P. V. : La France, faute d’imams locaux, fait régulièrement venir des imams marocains et algériens, notamment pour le Ramadan. Ce n’est déjà pas le rêve, car ils n’ont aucune culture démocratique, et a fortiori laïque, mais il y a pire : les Belges, peu au fait des affaires de l’islam, ont accepté la venue d’imams saoudiens, qui ont littéralement « wahhabisé » une partie des musulmans de Belgique. Il y a longtemps que les fondamentalistes radicalisés par les Saoudiens sont à l’œuvre en Afghanistan, en Bosnie, au Sahel ou en Europe… Et il ne faut pas oublier la composante chiite : des prédicateurs de combat sont venus d’Iran pour labourer les musulmans de ce pays, non sans résultats. Les Belges n’ont pas vu venir la chose faute d’expérience préalable, contrairement aux services français… Notez que même le Maroc s’était fait dépasser par les wahhabites : les attentats de Casablanca en 2003 ressemblaient beaucoup à ceux perpétrés à Paris (je vous renvoie à l’excellent film du réalisateur marocain Nabil Ayouch, Les Chevaux de Dieu, où une telle opération est décrite par le menu). Le roi d’Arabie a donné beaucoup d’argent au Royaume marocain, des années 1970 à 2003, en échange de la liberté de prédication au Maroc. Ses autorités ont découvert avec stupéfaction, après les attentats de 2003, que plus de la moitié des mosquées du pays étaient wahhabites. Depuis, le Maroc a totalement modifié sa politique dans ce domaine. La Belgique ne l’a pas fait faute d’analyse sur la réalité et ses dangers…

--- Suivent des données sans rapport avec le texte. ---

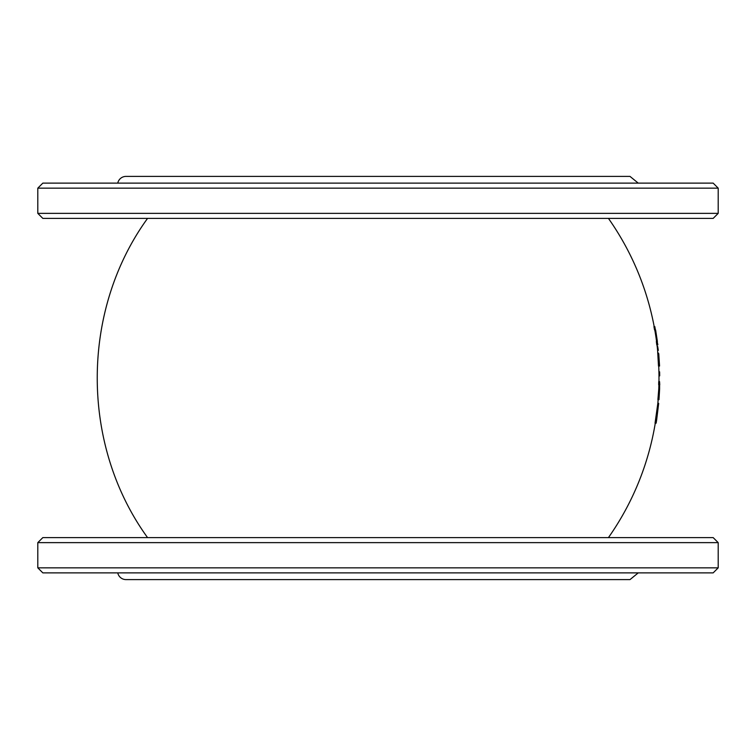 <?xml version="1.0" encoding="UTF-8"?>
<svg xmlns="http://www.w3.org/2000/svg" width="756" height="756" viewBox="0 0 756 756"><rect width="100%" height="100%" fill="white"/><g stroke="black" fill="none" stroke-linecap="round" stroke-linejoin="round"><path stroke-width="1.13" d="M658.911 384.766A277.197 277.197 0 0 1 658.769 389.047L657.9 399.669L658.986 399.669L659.61 389.047L658.75 399.669M608.438 218.399A277.197 277.197 0 0 1 654.186 326.601M655.405 329.956L654.554 329.956L653.94 326.601L654.8 326.601L655.405 329.956L654.8 326.601M654.79 329.956A277.197 277.197 0 0 1 656.577 341.495M657.607 344.84L656.766 344.84L656.34 341.495L657.181 341.495L657.843 344.84L657.181 341.495M657.002 344.84A277.197 277.197 0 0 1 657.597 350.274L658.495 366.036L659.572 366.036L658.741 353.761L659.279 362.691M658.731 366.036A277.197 277.197 0 0 1 658.967 381.638M659.515 384.766L658.674 384.766L658.731 381.638L659.572 381.638L659.752 384.766L659.572 381.638M658.145 399.669A277.197 277.197 0 0 1 657.833 403.335L655.046 423.171L656.132 423.171L656.662 419.826L658.674 403.335L657.833 403.307M655.282 423.171A277.197 277.197 0 0 1 608.438 537.601M655.613 329.956L657.389 341.495M659.619 384.766L659.61 389.047M659.081 394.915L658.24 394.915M658.674 403.307L655.896 423.171M658.797 354.139L659.336 366.036M657.2 346.531L657.711 346.531L658.296 350.274M658.4 350.274L657.559 350.274M658.986 375.883L659.686 375.883L659.619 371.839L658.92 371.839M718.2 213.362L37.8 213.362L42.837 218.399L713.163 218.399L718.2 213.362L718.2 188.159L37.8 188.159L42.837 183.122L713.163 183.122L718.2 188.159M117.766 183.122A8.401 8.401 0 0 1 125.997 176.403L630.003 176.403L125.997 176.403M117.766 572.878A8.401 8.401 0 0 0 125.997 579.597L630.003 579.597L638.234 572.878M718.2 542.638L713.163 537.601L42.837 537.601L37.8 542.638L718.2 542.638L718.2 567.841L37.8 567.841L42.837 572.878L713.163 572.878L718.2 567.841M655.679 331.034L654.98 331.034M656.369 335.73L655.745 335.73M657.125 340.408L656.425 340.408M658.003 408.41L657.153 408.41M656.784 417.435L655.934 417.435M658.977 359.544L658.136 359.544M658.533 353.128L657.682 353.128M147.562 537.601C80.467 445.076 80.467 310.924 147.562 218.399M37.8 213.362L37.8 188.159M638.234 183.122L630.003 176.403M37.8 567.841L37.8 542.638"/></g></svg>

Pourquoi faites-vous le lien entre narcotrafic et terrorisme islamiste ?

P. V. : La communauté marocaine de Belgique, durement touchée par la crise industrielle des années 1970 et 1980, s’est réorganisée en partie autour de l’économie de la drogue (elle n’est pas la seule à cet égard). Les Rifains, en lien avec les mafias de la drogue, dont ils sont partie prenante (sans être évidemment les seuls), se sont organisés et structurés en réseaux de distribution et de blanchiment, avec la nécessaire complicité des services des États des deux rives de la Méditerranée. Ce trafic concerne en effet plusieurs milliers de tonnes de marchandises par an, générant environ 10 milliards de dollars de chiffre d’affaires par an. Après 40 ans de trafic, des centaines de milliards de dollars ont donc été accumulés. Ces sommes considérables ont profité à des réseaux et des familles devenus très puissants, ce qui est comparable à la nuisance des mafias siciliennes. Aux marges de ce trafic, les enfants perdus de ces mafias, pour se racheter devant Dieu de leur impiété, par ignorance religieuse, et à la suite d’un endoctrinement réalisé par des professionnels, plongent dans le salafo-djihadisme, qui est à la fois un millénarisme et un nihilisme.

Comment enrayer cette dynamique, pour les générations futures ?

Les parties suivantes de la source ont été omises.